# Records to process
--------------------
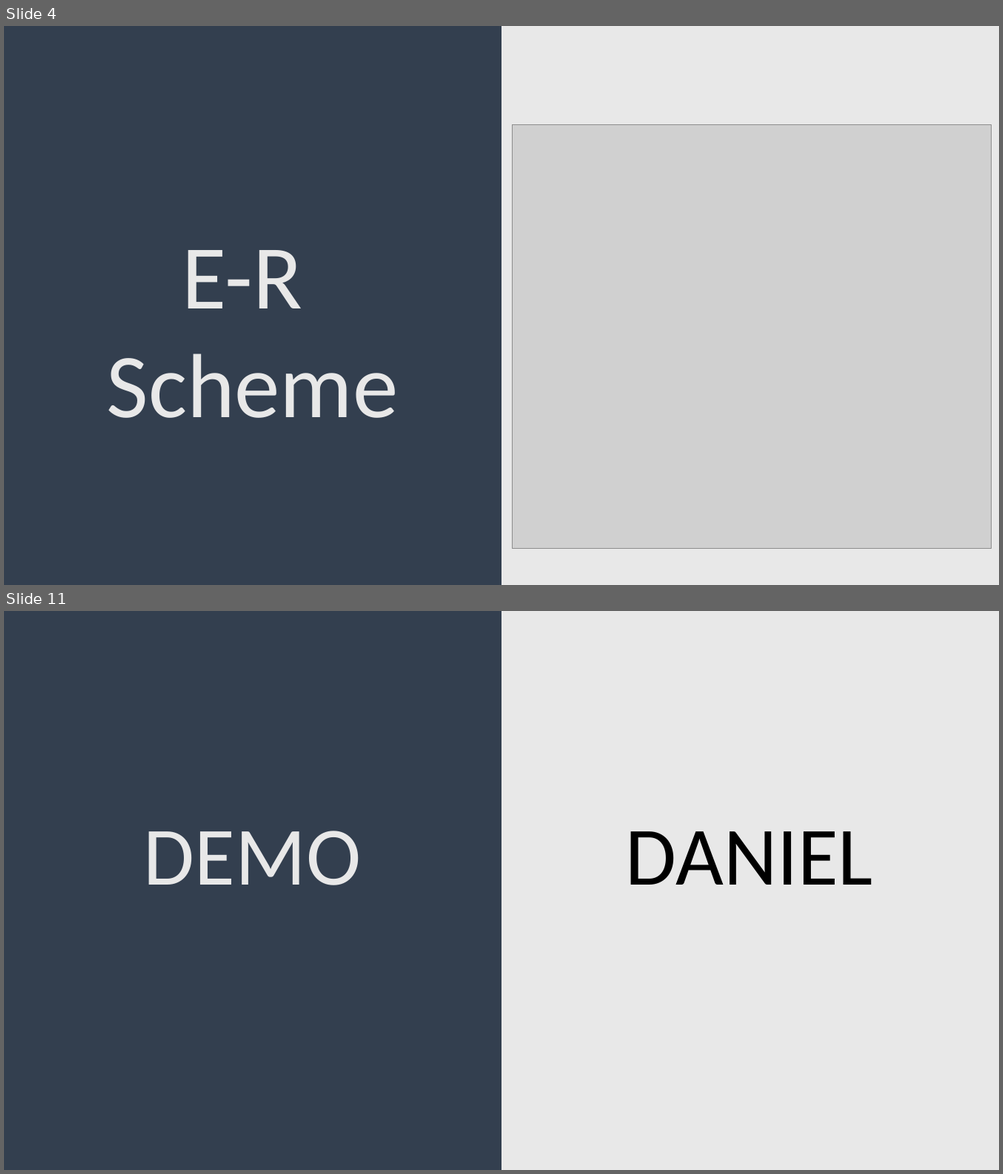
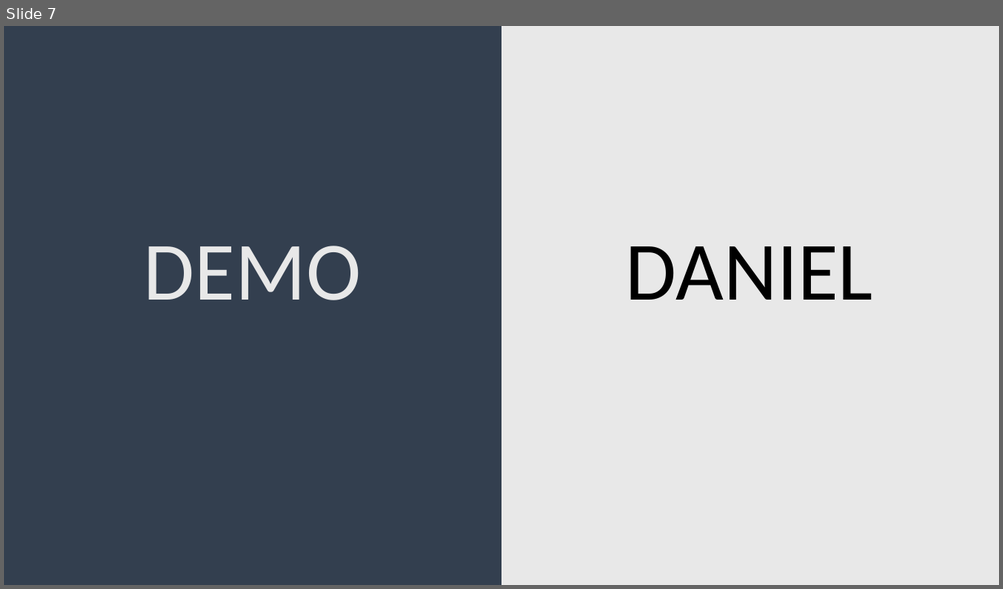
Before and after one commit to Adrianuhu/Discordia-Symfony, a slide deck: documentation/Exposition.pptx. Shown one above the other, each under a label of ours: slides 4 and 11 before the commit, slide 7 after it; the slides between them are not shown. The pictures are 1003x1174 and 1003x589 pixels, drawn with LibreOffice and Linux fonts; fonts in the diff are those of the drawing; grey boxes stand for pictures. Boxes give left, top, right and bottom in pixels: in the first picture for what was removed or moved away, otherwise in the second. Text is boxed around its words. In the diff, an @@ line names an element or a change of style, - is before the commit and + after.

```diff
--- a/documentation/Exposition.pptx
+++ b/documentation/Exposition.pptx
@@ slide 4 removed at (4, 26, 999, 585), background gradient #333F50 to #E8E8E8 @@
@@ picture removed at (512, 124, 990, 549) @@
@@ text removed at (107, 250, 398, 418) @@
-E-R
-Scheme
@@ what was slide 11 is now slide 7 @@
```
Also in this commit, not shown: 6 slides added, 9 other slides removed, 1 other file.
--------------------
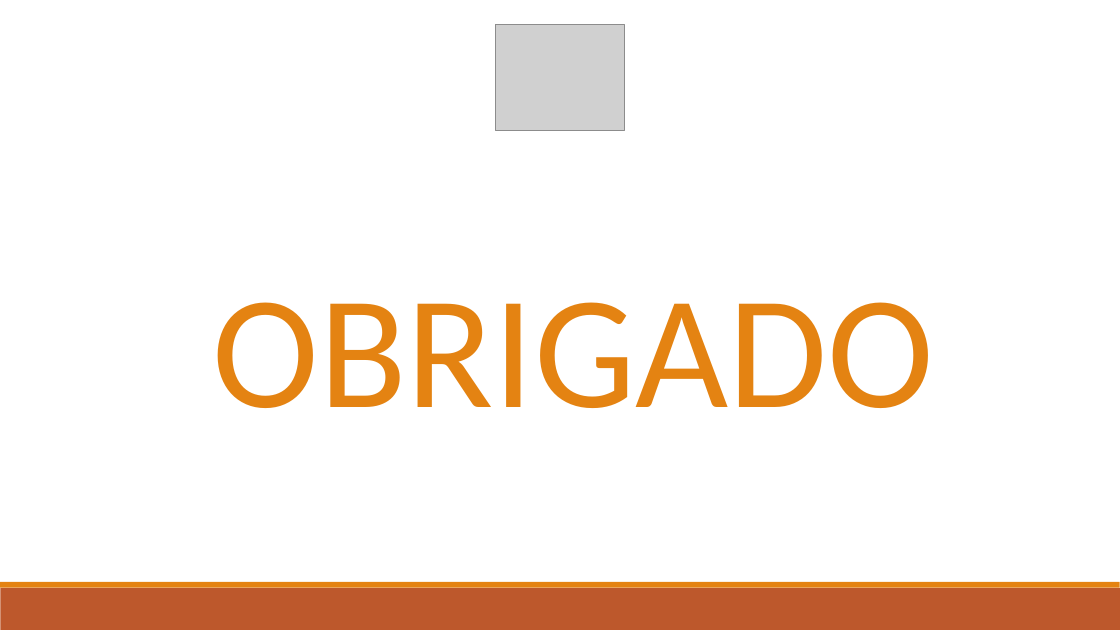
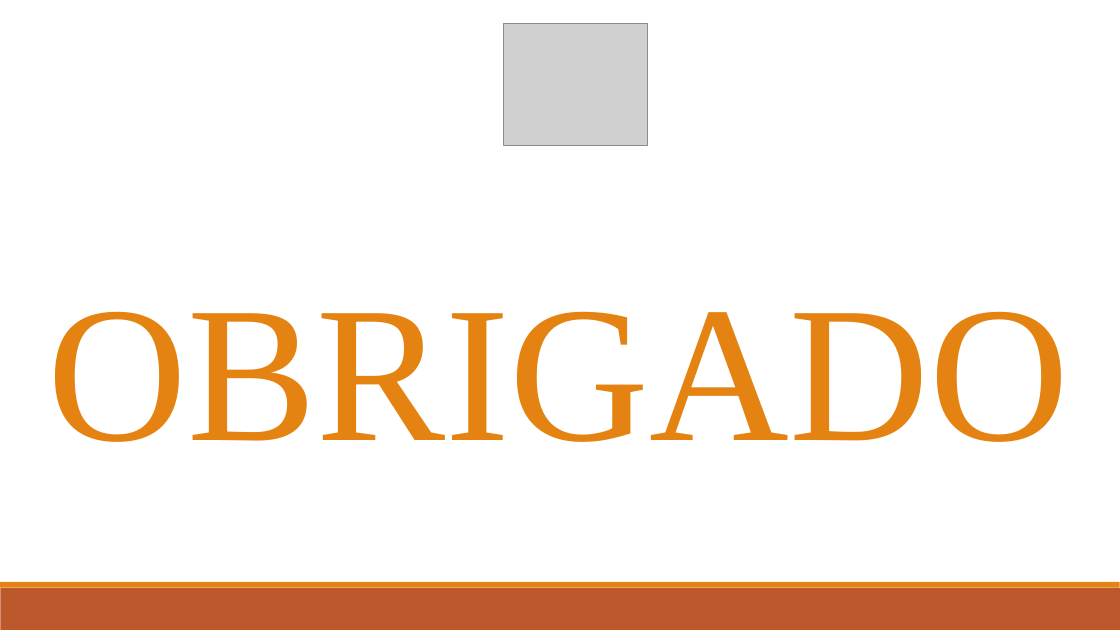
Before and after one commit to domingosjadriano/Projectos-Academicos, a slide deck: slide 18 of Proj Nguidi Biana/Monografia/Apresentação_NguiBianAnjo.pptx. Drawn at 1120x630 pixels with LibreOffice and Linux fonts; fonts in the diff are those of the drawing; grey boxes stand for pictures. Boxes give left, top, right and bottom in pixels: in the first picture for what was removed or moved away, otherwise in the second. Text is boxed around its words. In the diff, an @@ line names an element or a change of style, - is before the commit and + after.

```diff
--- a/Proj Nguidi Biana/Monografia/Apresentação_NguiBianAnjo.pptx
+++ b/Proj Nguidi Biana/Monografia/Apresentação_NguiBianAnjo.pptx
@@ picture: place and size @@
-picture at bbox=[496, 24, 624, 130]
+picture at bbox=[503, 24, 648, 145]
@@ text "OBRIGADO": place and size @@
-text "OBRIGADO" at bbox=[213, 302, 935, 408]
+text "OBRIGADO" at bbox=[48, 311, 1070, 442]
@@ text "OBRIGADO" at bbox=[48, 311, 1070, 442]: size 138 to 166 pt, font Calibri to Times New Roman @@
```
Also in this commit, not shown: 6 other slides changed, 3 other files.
--------------------
# What you are asked to do
Which of the lines above mention the word "place"? Pull those lines out.

# Written answer
@@ picture: place and size @@
@@ text "OBRIGADO": place and size @@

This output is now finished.